There are a host of investment avenues one can explore to save and protect their child’s future. But child insurance plans are the one product that helps accumulate adequate corpus to ensure all future needs of the child are met. In the case of child insurance plans, the parent is the policy owner while the child is the beneficiary. These plans come in two variants – ULIPs and endowment plans and therefore, it is advisable to go for a product that suits one’s risk appetite and expectations in terms of returns.
When opting for ULIP-based child plans, parents must understand the associated risks. Parents should go for pure-equity plans if they have more than ten years in hand as equities offer better returns over the long term. If not, it’s advisable to go with a plan that has a mix of equity and debt or allows switching between the two categories of funds as the maturity date approaches. Endowment-based child plans are suitable for parents who want to invest for the long-term but have a relatively low risk-appetite and are looking for guaranteed returns.

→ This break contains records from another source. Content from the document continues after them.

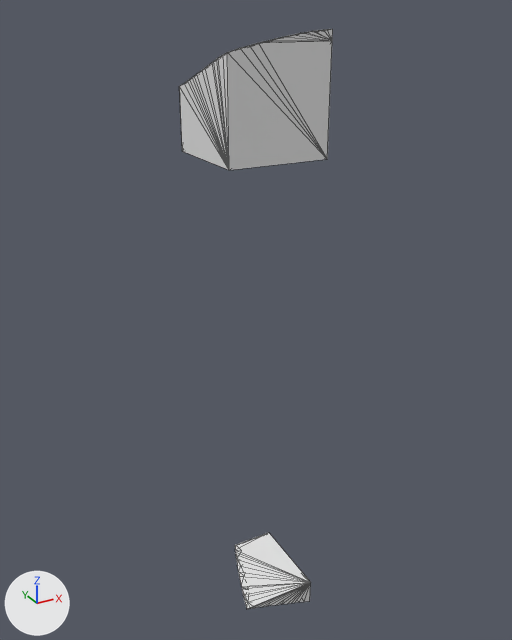
Two versions of the glTF model assets/terrain/surface_pieces/surf_8_29.glb, one commit apart.
Rendered twice from a 50 mm lens placed at (-83.51, -66.91, -23.73), pointed at (-67.0, -36.89, -38.74). Arrows for +X, +Y and +Z are at lower left; the lights stay in place. The first picture is the older version. Mesh edges are drawn as thin lines. Where no turn or scale is listed for an object, it has been applied to the vertices.

In view in the first picture: 'layer_1', 'layer_7' and 1 more.
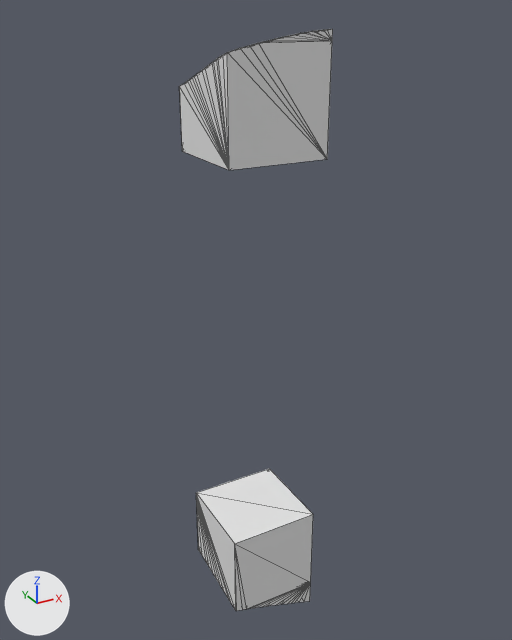
The change in detail:
Mesh me_layer_6 is new.
It has 52 vertices, 100 faces and spans x -70.0..-65.0, y -40.0..-35.0, z -55.0..-50.0.
Object 'layer_6' (ob_layer_6) is new; it shows me_layer_6.
Its location is (0.0, 0.0, 0.0).

Boxes (x1, y1, x2, y2) around the edits, measured in the pictures (512 x 640 px):
'layer_6', added: after (196, 469, 313, 611)
'layer_7', unchanged, covered by the edit: before (235, 533, 311, 609); after (248, 582, 311, 609)

Child insurance plans require the policyholder to pay premiums for a specified period and once the policy matures, the benefit amount can be used to pay for the child’s education, marriage and other financial needs. These plans act as a safety net for the child in the event of the death of the parent.
There are, however, a few key things that one must consider while buying a child insurance plan. Parents must take inflation into account while deciding the sum assured. This is important because what costs a lakh today may cost way more 15 years from now, given the inflation.
For example, estimates show annual education inflation to be close to 8-9 percent but even a number as conservative as 7 percent can balloon significantly over the course of 10-15 years. In line with this, it’s safe to say that what costs Rs 12 lakh today would cost over Rs 23.5 lakh after 10 years.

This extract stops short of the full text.